FPGA AI Suite: PCIe-based Design Example User Guide

ID 768977
Date 3/29/2024
Public
Document Table of Contents

6.3.1. OpenVINO™ FPGA Runtime Plugin

The FPGA runtime plugin uses the OpenVINO™ Inference Engine Plugin API.

The OpenVINO™ Plugin architecture is described in the OpenVINO™ Developer Guide for Inference Engine Plugin Library.
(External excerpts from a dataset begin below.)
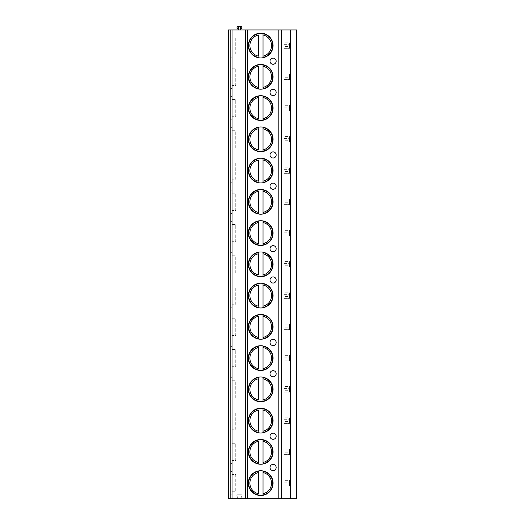<?xml version="1.0" encoding="UTF-8"?>
<svg xmlns="http://www.w3.org/2000/svg" width="525" height="525" viewBox="0 0 525 525"><rect width="100%" height="100%" fill="white"/><g stroke="black" fill="none" stroke-linecap="round" stroke-linejoin="round"><path stroke-width="0.39" stroke-dasharray="2.62 1.97" d="M238.35 26.25L238.35 29.938L228.355 29.938L228.355 498.75L238.258 498.75L236.893 495.895A0.801 0.801 0 0 1 237.615 494.753L241.244 494.753A0.801 0.801 0 0 1 241.966 495.895L240.601 498.75L238.258 498.75L236.893 495.895A0.801 0.801 0 0 1 237.615 494.753L241.244 494.753A0.801 0.801 0 0 1 241.966 495.895L240.601 498.75L296.645 498.75L296.645 29.938L238.35 29.938L237.083 27.615A0.925 0.925 0 0 1 237.891 26.25L240.968 26.25A0.925 0.925 0 0 1 241.776 27.615L240.502 29.938L240.502 26.25M284.032 44.645L289.57 44.645L289.57 42.801L284.032 42.801L289.57 42.801L289.57 48.339L289.57 46.489L284.032 46.489L284.032 48.339L289.57 48.339L284.032 48.339L284.032 42.801L284.032 46.489M284.032 75.902L289.57 75.902L289.57 74.051L284.032 74.051L289.57 74.051L289.57 79.59L289.57 77.746L284.032 77.746L284.032 79.59L289.57 79.59L284.032 79.59L284.032 74.051L284.032 77.746M284.032 107.153L289.57 107.153L289.57 105.308L284.032 105.308L289.57 105.308L289.57 110.847L289.57 108.997L284.032 108.997L284.032 110.847L289.57 110.847L284.032 110.847L284.032 105.308L284.032 108.997M284.032 138.41L289.57 138.41L289.57 136.559L284.032 136.559L289.57 136.559L289.57 142.098L289.57 140.254L284.032 140.254L284.032 142.098L289.57 142.098L284.032 142.098L284.032 136.559L284.032 140.254M284.032 169.66L289.57 169.66L289.57 167.816L284.032 167.816L289.57 167.816L289.57 173.355L289.57 171.504L284.032 171.504L284.032 173.355L289.57 173.355L284.032 173.355L284.032 167.816L284.032 171.504M284.032 200.918L289.57 200.918L289.57 199.067L284.032 199.067L289.57 199.067L289.57 204.606L289.57 202.762L284.032 202.762L284.032 204.606L289.57 204.606L284.032 204.606L284.032 199.067L284.032 202.762M284.032 232.168L289.57 232.168L289.57 230.324L284.032 230.324L289.57 230.324L289.57 235.863L289.57 234.012L284.032 234.012L284.032 235.863L289.57 235.863L284.032 235.863L284.032 230.324L284.032 234.012M284.032 263.425L289.57 263.425L289.57 261.575L284.032 261.575L289.57 261.575L289.57 267.113L289.57 265.269L284.032 265.269L284.032 267.113L289.57 267.113L284.032 267.113L284.032 261.575L284.032 265.269M284.032 294.676L289.57 294.676L289.57 292.832L284.032 292.832L289.57 292.832L289.57 298.371L289.57 296.52L284.032 296.52L284.032 298.371L289.57 298.371L284.032 298.371L284.032 292.832L284.032 296.52M284.032 325.933L289.57 325.933L289.57 324.082L284.032 324.082L289.57 324.082L289.57 329.621L289.57 327.777L284.032 327.777L284.032 329.621L289.57 329.621L284.032 329.621L284.032 324.082L284.032 327.777M284.032 357.184L289.57 357.184L289.57 355.34L284.032 355.34L289.57 355.34L289.57 360.878L289.57 359.028L284.032 359.028L284.032 360.878L289.57 360.878L284.032 360.878L284.032 355.34L284.032 359.028M284.032 388.441L289.57 388.441L289.57 386.59L284.032 386.59L289.57 386.59L289.57 392.129L289.57 390.285L284.032 390.285L284.032 392.129L289.57 392.129L284.032 392.129L284.032 386.59L284.032 390.285M284.032 419.692L289.57 419.692L289.57 417.848L284.032 417.848L289.57 417.848L289.57 423.386L289.57 421.536L284.032 421.536L284.032 423.386L289.57 423.386L284.032 423.386L284.032 417.848L284.032 421.536M284.032 450.949L289.57 450.949L289.57 449.098L284.032 449.098L289.57 449.098L289.57 454.637L289.57 452.793L284.032 452.793L284.032 454.637L289.57 454.637L284.032 454.637L284.032 449.098L284.032 452.793M284.032 482.199L289.57 482.199L289.57 480.355L284.032 480.355L289.57 480.355L289.57 485.894L289.57 484.043L284.032 484.043L284.032 485.894L289.57 485.894L284.032 485.894L284.032 480.355L284.032 484.043M281.262 498.75L281.262 29.938M245.582 498.75L245.582 29.938M230.816 498.75L230.816 471.43L232.043 471.43L230.816 471.43L230.816 463.555L232.043 463.555L230.816 463.555L230.816 432.305L232.043 432.305L230.816 432.305L230.816 401.048L232.043 401.048L230.816 401.048L230.816 369.797L232.043 369.797L230.816 369.797L230.816 338.54L232.043 338.54L230.816 338.54L230.816 307.289L232.043 307.289L230.816 307.289L230.816 276.032L232.043 276.032L230.816 276.032L230.816 244.781L232.043 244.781L230.816 244.781L230.816 213.524L232.043 213.524L230.816 213.524L230.816 182.273L232.043 182.273L230.816 182.273L230.816 151.016L232.043 151.016L230.816 151.016L230.816 119.766L232.043 119.766L230.816 119.766L230.816 88.508L232.043 88.508L230.816 88.508L230.816 57.258L232.043 57.258L230.816 57.258L230.816 29.938M232.043 491.735L235.738 491.735L232.043 491.735L232.043 494.812L230.816 494.812L232.043 494.812L232.043 474.508L235.738 474.508L235.738 491.735L235.738 474.508L232.043 474.508L232.043 471.43L232.043 474.508M232.043 36.953L232.043 33.876L230.816 33.876L232.043 33.876L232.043 36.953L235.738 36.953L235.738 54.18L232.043 54.18L235.738 54.18L235.738 36.953L232.043 36.953L232.043 54.18M232.043 68.211L232.043 65.133L230.816 65.133L232.043 65.133L232.043 68.211L235.738 68.211L235.738 85.437L232.043 85.437L235.738 85.437L235.738 68.211L232.043 68.211L232.043 85.437M232.043 99.461L232.043 96.383L230.816 96.383L232.043 96.383L232.043 99.461L235.738 99.461L235.738 116.688L232.043 116.688L235.738 116.688L235.738 99.461L232.043 99.461L232.043 116.688M232.043 130.718L232.043 127.641L230.816 127.641L232.043 127.641L232.043 130.718L235.738 130.718L235.738 147.945L232.043 147.945L235.738 147.945L235.738 130.718L232.043 130.718L232.043 147.945M232.043 161.969L232.043 158.891L230.816 158.891L232.043 158.891L232.043 161.969L235.738 161.969L235.738 179.196L232.043 179.196L235.738 179.196L235.738 161.969L232.043 161.969L232.043 179.196M232.043 193.226L232.043 190.148L230.816 190.148L232.043 190.148L232.043 193.226L235.738 193.226L235.738 210.453L232.043 210.453L235.738 210.453L235.738 193.226L232.043 193.226L232.043 210.453M232.043 224.477L232.043 221.399L230.816 221.399L232.043 221.399L232.043 224.477L235.738 224.477L235.738 241.703L232.043 241.703L235.738 241.703L235.738 224.477L232.043 224.477L232.043 241.703M232.043 255.734L232.043 252.656L230.816 252.656L232.043 252.656L232.043 255.734L235.738 255.734L235.738 272.961L232.043 272.961L235.738 272.961L235.738 255.734L232.043 255.734L232.043 272.961M232.043 286.985L232.043 283.907L230.816 283.907L232.043 283.907L232.043 286.985L235.738 286.985L235.738 304.211L232.043 304.211L235.738 304.211L235.738 286.985L232.043 286.985L232.043 304.211M232.043 318.242L232.043 315.164L230.816 315.164L232.043 315.164L232.043 318.242L235.738 318.242L235.738 335.468L232.043 335.468L235.738 335.468L235.738 318.242L232.043 318.242L232.043 335.468M232.043 349.492L232.043 346.415L230.816 346.415L232.043 346.415L232.043 349.492L235.738 349.492L235.738 366.719L232.043 366.719L235.738 366.719L235.738 349.492L232.043 349.492L232.043 366.719M232.043 380.75L232.043 377.672L230.816 377.672L232.043 377.672L232.043 380.75L235.738 380.75L235.738 397.976L232.043 397.976L235.738 397.976L235.738 380.75L232.043 380.75L232.043 397.976M232.043 412L232.043 408.923L230.816 408.923L232.043 408.923L232.043 412L235.738 412L235.738 429.227L232.043 429.227L235.738 429.227L235.738 412L232.043 412L232.043 429.227M232.043 443.258L232.043 440.18L230.816 440.18L232.043 440.18L232.043 443.258L235.738 443.258L235.738 460.484L232.043 460.484L235.738 460.484L235.738 443.258L232.043 443.258L232.043 460.484M258.412 33.416A12.364 12.364 0 0 0 258.412 57.717A12.364 12.364 0 0 0 273.085 45.57A12.364 12.364 0 0 0 258.412 33.416L258.412 33.731A12.062 12.062 0 0 0 258.412 57.402L258.412 57.717M263.025 33.416L263.025 33.731A12.062 12.062 0 0 1 263.025 57.402L263.025 57.717M258.412 34.991L258.412 56.149M263.025 56.149L263.025 34.991M258.412 64.673A12.364 12.364 0 0 0 258.412 88.974A12.364 12.364 0 0 0 273.085 76.821A12.364 12.364 0 0 0 258.412 64.673L258.412 64.988A12.062 12.062 0 0 0 258.412 88.659L258.412 88.974M263.025 64.673L263.025 64.988A12.062 12.062 0 0 1 263.025 88.659L263.025 88.974M258.412 66.242L258.412 87.399M263.025 87.399L263.025 66.242M258.412 95.924A12.364 12.364 0 0 0 258.412 120.225A12.364 12.364 0 0 0 273.085 108.078A12.364 12.364 0 0 0 258.412 95.924L258.412 96.239A12.062 12.062 0 0 0 258.412 119.91L258.412 120.225M263.025 95.924L263.025 96.239A12.062 12.062 0 0 1 263.025 119.91L263.025 120.225M258.412 97.499L258.412 118.657M263.025 118.657L263.025 97.499M258.412 127.181A12.364 12.364 0 0 0 258.412 151.482A12.364 12.364 0 0 0 273.085 139.328A12.364 12.364 0 0 0 258.412 127.181L258.412 127.496A12.062 12.062 0 0 0 258.412 151.167L258.412 151.482M263.025 127.181L263.025 127.496A12.062 12.062 0 0 1 263.025 151.167L263.025 151.482M258.412 128.75L258.412 149.907M263.025 149.907L263.025 128.75M258.412 158.432A12.364 12.364 0 0 0 258.412 182.733A12.364 12.364 0 0 0 273.085 170.586A12.364 12.364 0 0 0 258.412 158.432L258.412 158.747A12.062 12.062 0 0 0 258.412 182.418L258.412 182.733M263.025 158.432L263.025 158.747A12.062 12.062 0 0 1 263.025 182.418L263.025 182.733M258.412 160.007L258.412 181.164M263.025 181.164L263.025 160.007M258.412 189.689A12.364 12.364 0 0 0 258.412 213.99A12.364 12.364 0 0 0 273.085 201.836A12.364 12.364 0 0 0 258.412 189.689L258.412 190.004A12.062 12.062 0 0 0 258.412 213.675L258.412 213.99M263.025 189.689L263.025 190.004A12.062 12.062 0 0 1 263.025 213.675L263.025 213.99M258.412 191.257L258.412 212.415M263.025 212.415L263.025 191.257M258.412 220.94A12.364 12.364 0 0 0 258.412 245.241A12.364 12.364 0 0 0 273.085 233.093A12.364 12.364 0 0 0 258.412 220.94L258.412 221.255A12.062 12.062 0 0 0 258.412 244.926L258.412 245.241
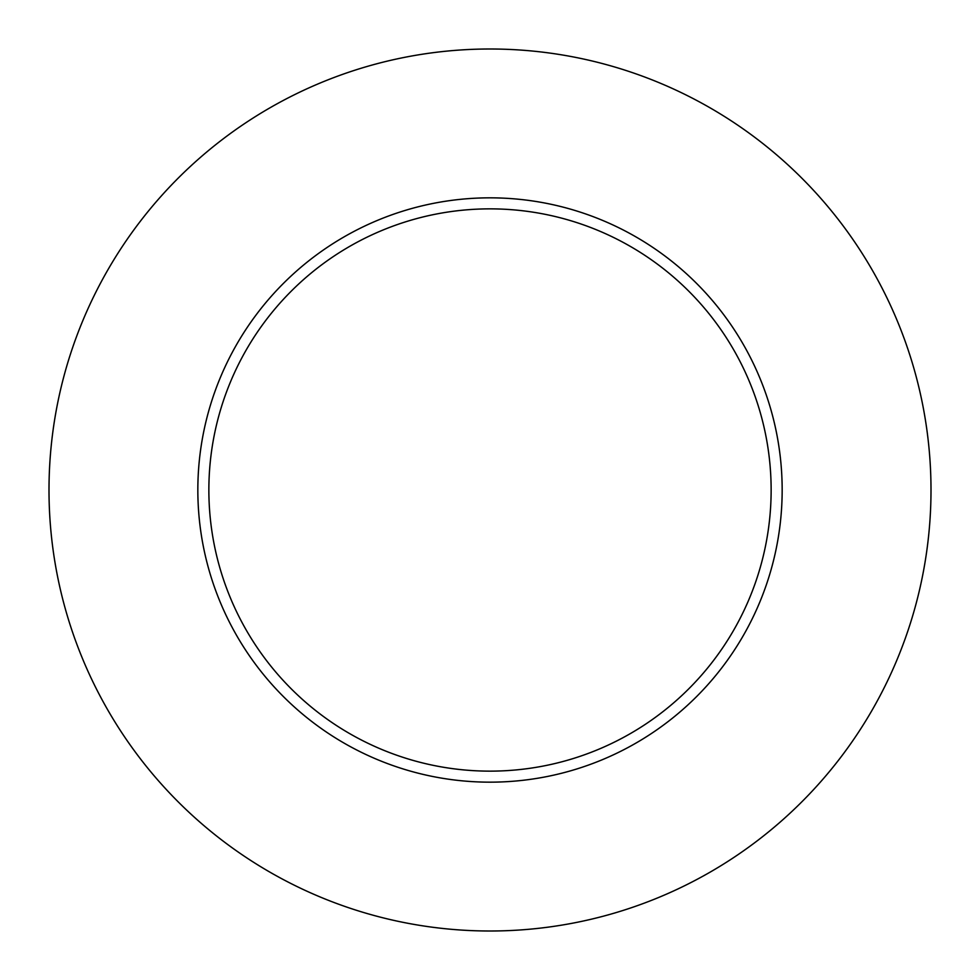 <?xml version="1.0" encoding="UTF-8"?>
<svg xmlns="http://www.w3.org/2000/svg" width="980" height="980" viewBox="0 0 980 980"><rect width="100%" height="100%" fill="white"/><g stroke="black" fill="none" stroke-linecap="round" stroke-linejoin="round"><path stroke-width="1.47" d="M771.138 490A281.138 281.138 0 0 0 490 208.863A281.138 281.138 0 0 0 208.863 490A281.138 281.138 0 0 0 490 771.138A281.138 281.138 0 0 0 771.138 490M931 490A441 441 0 0 0 490 49A441 441 0 0 0 49 490A441 441 0 0 0 490 931A441 441 0 0 0 931 490M782.163 490A292.163 292.163 0 0 1 490 782.163A292.163 292.163 0 0 1 197.838 490A292.163 292.163 0 0 1 490 197.838A292.163 292.163 0 0 1 782.163 490"/></g></svg>

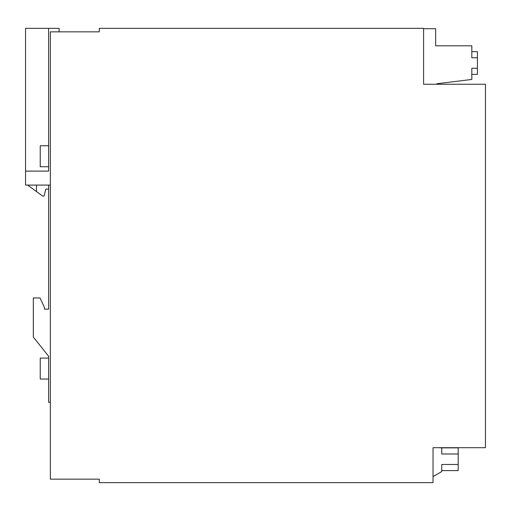 <?xml version="1.0" encoding="UTF-8"?>
<svg xmlns="http://www.w3.org/2000/svg" width="511" height="511" viewBox="0 0 511 511"><rect width="100%" height="100%" fill="white"/><g stroke="black" fill="none" stroke-linecap="round" stroke-linejoin="round"><path stroke-width="0.77" d="M433.028 476.61L441.766 471.564L441.766 464.473L458.195 464.473L458.195 470.593L441.766 470.593M458.195 453.992L441.766 453.992L441.766 447.872L458.195 447.872L458.195 464.473M441.766 447.872L438.579 447.706M99.287 31.842L99.287 28.348L423.593 28.348L423.593 84.258L485.45 84.258L485.45 447.706L433.028 447.706L433.028 482.652L99.287 482.652L99.287 479.158L50.359 479.158L50.359 31.842L99.287 31.842M48.615 309.142L44.419 309.142L48.615 309.142L48.615 185.084L25.55 185.084L25.55 28.348L59.097 28.348L59.097 31.842M25.55 171.102L48.615 171.102L48.615 28.348M48.615 166.739L40.228 166.739L40.228 145.769L48.615 145.769M48.615 189.102L45.818 189.102L44.074 196.09L42.675 196.09L36.498 191.555L36.498 185.084L27.69 185.084L36.498 191.555M27.69 185.084L25.55 185.084M50.359 402.278L48.615 402.278L48.615 356.231L33.33 337.068L33.33 297.958L40.024 297.958L44.419 307.398L44.419 309.142M48.615 379.034L40.228 379.034L40.228 358.07L48.615 358.07M436.873 84.258L436.873 83.734L471.819 79.448L471.819 68.257L477.415 68.257L477.415 57.769L471.819 57.769L471.819 45.818L435.653 45.818L435.653 28.693L423.593 28.693M471.819 51.656L477.415 51.656L477.415 57.769M477.415 68.257L477.415 74.37L471.819 74.37M50.359 185.084L48.615 185.084"/></g></svg>

The source files are located under runtime/plugin. The three main components of the runtime plugin are the Plugin class, the Executable Network class, and the Inference Request class. The primary responsibilities for each class are as follows:

Plugin class

  • Initializes the runtime plugin with an FPGA AI Suite architecture file which you set as an OpenVINO™ configuration key (refer to Running the Ported OpenVINO Demonstration Applications).
  • Contains QueryNetwork function that analyzes network layers and returns a list of layers that the specified architecture supports. This function allows network execution to be distributed between FPGA and other devices and is enabled with the HETERO mode.
  • Creates an executable network instance in one of the following ways:
    • Just-in-time (JIT) flow: Compiles a network such that the compiled network is compatible with the hardware corresponding to the FPGA AI Suite architecture file, and then loads the compiled network onto the FPGA device.
    • Ahead-of-time (AOT) flow: Imports a precompiled network (exported by FPGA AI Suite compiler) and loads it onto the FPGA device.

Executable Network Class

  • Represents an FPGA AI Suite compiled network
  • Loads the compiled model and config data for the network onto the FPGA device that has already been programmed with an FPGA AI Suite AFU/AF bitstream. For two instances of FPGA AI Suite, the Executable Network class loads the network onto both instances, allowing them to perform parallel batch inference.
  • Stores input/output processing information.
  • Creates infer request instances for pipelining multiple batch execution.

Infer Request class

  • Runs a single batch inference serially.
  • Executes five stages in one inference job – input layout transformation on CPU, input transfer to DDR, FPGA AI Suite FPGA execution, output transfer from DDR, output layout transformation on CPU.
  • In asynchronous mode, executes the stages on multiple threads that are shared across all inference request instances so that multiple batch jobs are pipelined, and the FPGA is always active.